• **TASK DESCRIPTION**
Give every line from the entries that contains "runs".

^^^^

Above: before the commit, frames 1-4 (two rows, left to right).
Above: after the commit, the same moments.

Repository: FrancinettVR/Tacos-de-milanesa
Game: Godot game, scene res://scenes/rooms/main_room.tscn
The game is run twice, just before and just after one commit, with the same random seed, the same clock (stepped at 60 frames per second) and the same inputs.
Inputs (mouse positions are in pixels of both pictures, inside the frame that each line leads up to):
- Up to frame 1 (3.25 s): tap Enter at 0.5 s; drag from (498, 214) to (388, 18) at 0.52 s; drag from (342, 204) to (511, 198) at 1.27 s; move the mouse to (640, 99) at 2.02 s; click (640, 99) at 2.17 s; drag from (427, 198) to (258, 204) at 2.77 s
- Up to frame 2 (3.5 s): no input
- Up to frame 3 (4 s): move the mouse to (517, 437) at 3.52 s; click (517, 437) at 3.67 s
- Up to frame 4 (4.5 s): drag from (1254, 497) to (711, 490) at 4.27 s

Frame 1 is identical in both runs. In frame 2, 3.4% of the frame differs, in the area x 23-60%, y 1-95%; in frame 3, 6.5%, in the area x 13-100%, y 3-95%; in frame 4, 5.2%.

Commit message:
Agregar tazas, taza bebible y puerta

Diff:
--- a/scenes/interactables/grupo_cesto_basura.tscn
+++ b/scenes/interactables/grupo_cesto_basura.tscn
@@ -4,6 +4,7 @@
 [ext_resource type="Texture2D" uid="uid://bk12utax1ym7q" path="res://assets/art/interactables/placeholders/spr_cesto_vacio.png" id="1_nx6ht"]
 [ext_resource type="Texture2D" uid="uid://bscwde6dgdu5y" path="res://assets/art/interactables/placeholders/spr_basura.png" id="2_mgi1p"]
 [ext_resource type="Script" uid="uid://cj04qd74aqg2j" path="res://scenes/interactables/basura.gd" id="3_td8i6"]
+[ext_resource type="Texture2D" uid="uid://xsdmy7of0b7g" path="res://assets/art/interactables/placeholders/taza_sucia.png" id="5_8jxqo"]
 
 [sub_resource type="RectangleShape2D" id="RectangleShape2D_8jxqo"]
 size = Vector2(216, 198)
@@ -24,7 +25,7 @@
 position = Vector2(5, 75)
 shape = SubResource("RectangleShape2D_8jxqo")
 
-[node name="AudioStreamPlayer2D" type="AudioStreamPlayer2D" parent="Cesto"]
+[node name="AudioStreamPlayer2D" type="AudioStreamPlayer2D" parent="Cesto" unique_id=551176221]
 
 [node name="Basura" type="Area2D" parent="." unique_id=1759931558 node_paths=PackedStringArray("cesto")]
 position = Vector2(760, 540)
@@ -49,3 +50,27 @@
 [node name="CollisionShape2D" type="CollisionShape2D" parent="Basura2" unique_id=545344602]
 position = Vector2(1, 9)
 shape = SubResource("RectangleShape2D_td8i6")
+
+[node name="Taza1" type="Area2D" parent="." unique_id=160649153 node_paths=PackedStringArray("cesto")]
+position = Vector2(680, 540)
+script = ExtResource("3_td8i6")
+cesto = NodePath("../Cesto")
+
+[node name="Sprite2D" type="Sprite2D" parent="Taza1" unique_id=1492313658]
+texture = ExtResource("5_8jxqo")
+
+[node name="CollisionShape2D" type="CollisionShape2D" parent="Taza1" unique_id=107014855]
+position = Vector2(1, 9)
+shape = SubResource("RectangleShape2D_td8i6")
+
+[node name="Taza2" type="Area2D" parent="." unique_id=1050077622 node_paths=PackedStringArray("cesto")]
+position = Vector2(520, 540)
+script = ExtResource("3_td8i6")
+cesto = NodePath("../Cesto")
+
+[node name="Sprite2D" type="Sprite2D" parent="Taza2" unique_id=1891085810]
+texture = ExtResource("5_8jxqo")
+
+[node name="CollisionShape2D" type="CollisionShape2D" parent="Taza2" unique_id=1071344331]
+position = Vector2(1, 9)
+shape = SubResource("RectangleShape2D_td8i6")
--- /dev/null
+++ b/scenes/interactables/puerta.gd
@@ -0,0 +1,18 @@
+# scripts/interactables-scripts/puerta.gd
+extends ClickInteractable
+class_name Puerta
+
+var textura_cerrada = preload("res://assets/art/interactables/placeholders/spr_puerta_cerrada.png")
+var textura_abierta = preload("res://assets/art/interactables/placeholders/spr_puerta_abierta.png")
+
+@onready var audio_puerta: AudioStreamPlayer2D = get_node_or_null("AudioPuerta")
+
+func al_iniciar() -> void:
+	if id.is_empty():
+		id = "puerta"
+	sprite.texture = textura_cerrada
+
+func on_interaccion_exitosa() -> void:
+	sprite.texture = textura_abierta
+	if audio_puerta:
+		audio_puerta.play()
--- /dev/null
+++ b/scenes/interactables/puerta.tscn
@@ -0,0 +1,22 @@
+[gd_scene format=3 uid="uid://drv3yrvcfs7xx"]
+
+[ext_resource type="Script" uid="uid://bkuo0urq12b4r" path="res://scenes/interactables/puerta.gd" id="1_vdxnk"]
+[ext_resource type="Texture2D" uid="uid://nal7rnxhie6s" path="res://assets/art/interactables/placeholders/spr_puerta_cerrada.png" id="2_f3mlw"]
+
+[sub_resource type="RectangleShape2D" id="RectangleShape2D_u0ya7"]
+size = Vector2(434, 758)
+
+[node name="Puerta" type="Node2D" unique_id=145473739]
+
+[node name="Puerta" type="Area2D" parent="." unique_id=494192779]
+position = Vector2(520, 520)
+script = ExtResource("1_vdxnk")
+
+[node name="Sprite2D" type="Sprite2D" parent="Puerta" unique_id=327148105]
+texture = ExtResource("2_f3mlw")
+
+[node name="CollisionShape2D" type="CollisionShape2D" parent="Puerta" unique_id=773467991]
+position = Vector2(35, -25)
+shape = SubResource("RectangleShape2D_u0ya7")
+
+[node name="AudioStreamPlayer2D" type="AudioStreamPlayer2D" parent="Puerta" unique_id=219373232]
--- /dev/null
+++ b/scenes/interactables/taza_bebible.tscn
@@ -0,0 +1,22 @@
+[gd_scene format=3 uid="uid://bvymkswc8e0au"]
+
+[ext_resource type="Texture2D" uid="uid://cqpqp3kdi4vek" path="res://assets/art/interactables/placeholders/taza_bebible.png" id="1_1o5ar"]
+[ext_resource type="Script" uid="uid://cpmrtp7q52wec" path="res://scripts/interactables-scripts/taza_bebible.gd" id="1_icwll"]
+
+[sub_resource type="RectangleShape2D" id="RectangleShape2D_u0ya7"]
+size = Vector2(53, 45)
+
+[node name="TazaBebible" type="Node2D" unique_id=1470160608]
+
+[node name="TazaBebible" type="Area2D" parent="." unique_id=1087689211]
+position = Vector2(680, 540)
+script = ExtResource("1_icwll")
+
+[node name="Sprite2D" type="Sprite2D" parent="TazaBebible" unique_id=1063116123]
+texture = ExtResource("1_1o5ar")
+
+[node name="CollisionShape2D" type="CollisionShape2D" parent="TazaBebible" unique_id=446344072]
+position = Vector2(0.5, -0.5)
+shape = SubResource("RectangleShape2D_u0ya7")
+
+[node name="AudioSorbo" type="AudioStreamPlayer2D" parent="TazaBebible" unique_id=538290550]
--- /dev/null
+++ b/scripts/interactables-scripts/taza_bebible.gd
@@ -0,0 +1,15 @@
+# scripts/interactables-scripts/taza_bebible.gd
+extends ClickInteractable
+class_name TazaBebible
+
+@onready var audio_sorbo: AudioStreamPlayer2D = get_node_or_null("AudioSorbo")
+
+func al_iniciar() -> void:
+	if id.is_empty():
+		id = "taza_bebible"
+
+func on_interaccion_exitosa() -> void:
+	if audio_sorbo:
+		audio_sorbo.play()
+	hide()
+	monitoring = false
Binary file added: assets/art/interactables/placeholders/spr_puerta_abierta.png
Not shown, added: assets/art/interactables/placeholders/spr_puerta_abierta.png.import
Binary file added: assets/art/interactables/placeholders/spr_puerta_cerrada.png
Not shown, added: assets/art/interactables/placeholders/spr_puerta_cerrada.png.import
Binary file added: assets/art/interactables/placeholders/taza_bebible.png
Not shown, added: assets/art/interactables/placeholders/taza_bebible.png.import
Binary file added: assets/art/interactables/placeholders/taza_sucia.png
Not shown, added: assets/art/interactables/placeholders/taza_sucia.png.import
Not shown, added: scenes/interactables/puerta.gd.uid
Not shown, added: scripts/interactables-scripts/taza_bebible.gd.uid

^^^^

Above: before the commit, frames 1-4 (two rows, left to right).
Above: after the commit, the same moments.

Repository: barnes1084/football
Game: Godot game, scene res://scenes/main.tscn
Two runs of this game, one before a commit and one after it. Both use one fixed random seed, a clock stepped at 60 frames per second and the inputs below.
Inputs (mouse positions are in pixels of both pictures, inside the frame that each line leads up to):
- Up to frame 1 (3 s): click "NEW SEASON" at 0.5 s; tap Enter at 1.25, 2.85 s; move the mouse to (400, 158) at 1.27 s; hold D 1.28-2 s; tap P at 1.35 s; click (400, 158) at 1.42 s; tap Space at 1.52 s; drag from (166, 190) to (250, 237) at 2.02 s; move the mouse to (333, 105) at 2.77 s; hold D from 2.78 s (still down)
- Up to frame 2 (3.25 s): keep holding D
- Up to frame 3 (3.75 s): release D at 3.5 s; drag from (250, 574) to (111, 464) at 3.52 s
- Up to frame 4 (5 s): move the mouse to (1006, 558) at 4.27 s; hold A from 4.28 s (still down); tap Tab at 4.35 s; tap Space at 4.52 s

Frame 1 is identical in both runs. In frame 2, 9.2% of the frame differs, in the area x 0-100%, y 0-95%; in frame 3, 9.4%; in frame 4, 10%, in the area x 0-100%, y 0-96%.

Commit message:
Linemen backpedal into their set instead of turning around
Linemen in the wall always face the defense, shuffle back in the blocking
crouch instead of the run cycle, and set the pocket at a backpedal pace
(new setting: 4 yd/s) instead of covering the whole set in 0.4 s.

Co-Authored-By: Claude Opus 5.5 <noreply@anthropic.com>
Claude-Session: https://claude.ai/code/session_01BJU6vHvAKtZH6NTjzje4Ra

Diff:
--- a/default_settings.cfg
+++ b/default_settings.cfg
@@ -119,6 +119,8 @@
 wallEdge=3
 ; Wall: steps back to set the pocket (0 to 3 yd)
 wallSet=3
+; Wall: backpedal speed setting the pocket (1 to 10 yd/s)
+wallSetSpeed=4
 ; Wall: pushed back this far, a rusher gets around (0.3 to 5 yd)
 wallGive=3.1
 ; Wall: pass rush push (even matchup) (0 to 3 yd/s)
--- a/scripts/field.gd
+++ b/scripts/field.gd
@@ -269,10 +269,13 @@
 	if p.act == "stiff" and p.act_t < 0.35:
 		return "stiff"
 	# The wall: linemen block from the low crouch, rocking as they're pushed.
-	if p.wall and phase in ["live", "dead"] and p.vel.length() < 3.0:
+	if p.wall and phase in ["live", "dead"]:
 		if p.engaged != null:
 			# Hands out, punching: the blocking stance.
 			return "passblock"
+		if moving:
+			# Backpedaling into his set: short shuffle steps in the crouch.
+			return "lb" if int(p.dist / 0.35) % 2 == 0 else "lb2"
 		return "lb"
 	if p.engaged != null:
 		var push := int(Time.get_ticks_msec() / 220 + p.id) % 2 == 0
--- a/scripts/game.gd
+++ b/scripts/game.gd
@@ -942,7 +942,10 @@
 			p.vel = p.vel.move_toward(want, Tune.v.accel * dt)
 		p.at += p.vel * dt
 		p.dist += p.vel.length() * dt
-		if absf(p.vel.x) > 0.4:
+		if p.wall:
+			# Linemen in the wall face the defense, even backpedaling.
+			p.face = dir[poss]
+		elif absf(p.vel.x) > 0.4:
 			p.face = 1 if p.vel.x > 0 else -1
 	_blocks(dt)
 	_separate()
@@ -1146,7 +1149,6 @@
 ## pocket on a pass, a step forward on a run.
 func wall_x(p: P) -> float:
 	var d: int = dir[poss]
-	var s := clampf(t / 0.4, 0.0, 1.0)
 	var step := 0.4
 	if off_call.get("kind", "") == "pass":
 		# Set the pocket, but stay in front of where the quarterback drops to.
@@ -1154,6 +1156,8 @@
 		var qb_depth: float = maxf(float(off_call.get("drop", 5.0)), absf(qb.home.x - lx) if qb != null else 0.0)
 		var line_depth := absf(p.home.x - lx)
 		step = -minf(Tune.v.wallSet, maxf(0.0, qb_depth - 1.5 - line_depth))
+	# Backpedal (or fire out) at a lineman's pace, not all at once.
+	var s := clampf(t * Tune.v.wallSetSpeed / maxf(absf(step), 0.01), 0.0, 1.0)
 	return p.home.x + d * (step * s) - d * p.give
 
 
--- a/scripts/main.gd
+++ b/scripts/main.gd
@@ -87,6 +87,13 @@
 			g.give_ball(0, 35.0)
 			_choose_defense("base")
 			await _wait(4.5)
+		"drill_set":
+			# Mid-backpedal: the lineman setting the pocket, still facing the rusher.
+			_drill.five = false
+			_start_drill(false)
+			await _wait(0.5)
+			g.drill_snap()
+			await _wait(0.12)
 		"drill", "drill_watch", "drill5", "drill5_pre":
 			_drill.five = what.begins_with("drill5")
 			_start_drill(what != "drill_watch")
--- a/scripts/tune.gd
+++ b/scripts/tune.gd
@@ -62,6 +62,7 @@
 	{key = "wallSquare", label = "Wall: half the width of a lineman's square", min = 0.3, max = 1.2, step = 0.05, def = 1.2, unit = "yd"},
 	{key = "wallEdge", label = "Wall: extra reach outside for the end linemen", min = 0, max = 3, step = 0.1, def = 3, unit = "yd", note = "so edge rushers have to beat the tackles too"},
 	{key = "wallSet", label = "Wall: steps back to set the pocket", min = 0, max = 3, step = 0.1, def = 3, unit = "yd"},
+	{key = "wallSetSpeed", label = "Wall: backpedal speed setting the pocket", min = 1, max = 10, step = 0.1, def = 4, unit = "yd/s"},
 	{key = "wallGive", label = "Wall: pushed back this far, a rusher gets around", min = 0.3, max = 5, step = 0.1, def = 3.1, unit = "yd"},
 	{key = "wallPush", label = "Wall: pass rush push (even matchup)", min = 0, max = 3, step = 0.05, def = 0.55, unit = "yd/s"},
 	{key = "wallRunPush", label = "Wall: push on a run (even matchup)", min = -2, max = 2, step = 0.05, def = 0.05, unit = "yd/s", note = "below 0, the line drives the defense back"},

^^^^

• **SOLUTION BELOW**
Frame 1 is identical in both runs. In frame 2, 3.4% of the frame differs, in the area x 23-60%, y 1-95%; in frame 3, 6.5%, in the area x 13-100%, y 3-95%; in frame 4, 5.2%.
Two runs of this game, one before a commit and one after it. Both use one fixed random seed, a clock stepped at 60 frames per second and the inputs below.
Frame 1 is identical in both runs. In frame 2, 9.2% of the frame differs, in the area x 0-100%, y 0-95%; in frame 3, 9.4%; in frame 4, 10%, in the area x 0-100%, y 0-96%.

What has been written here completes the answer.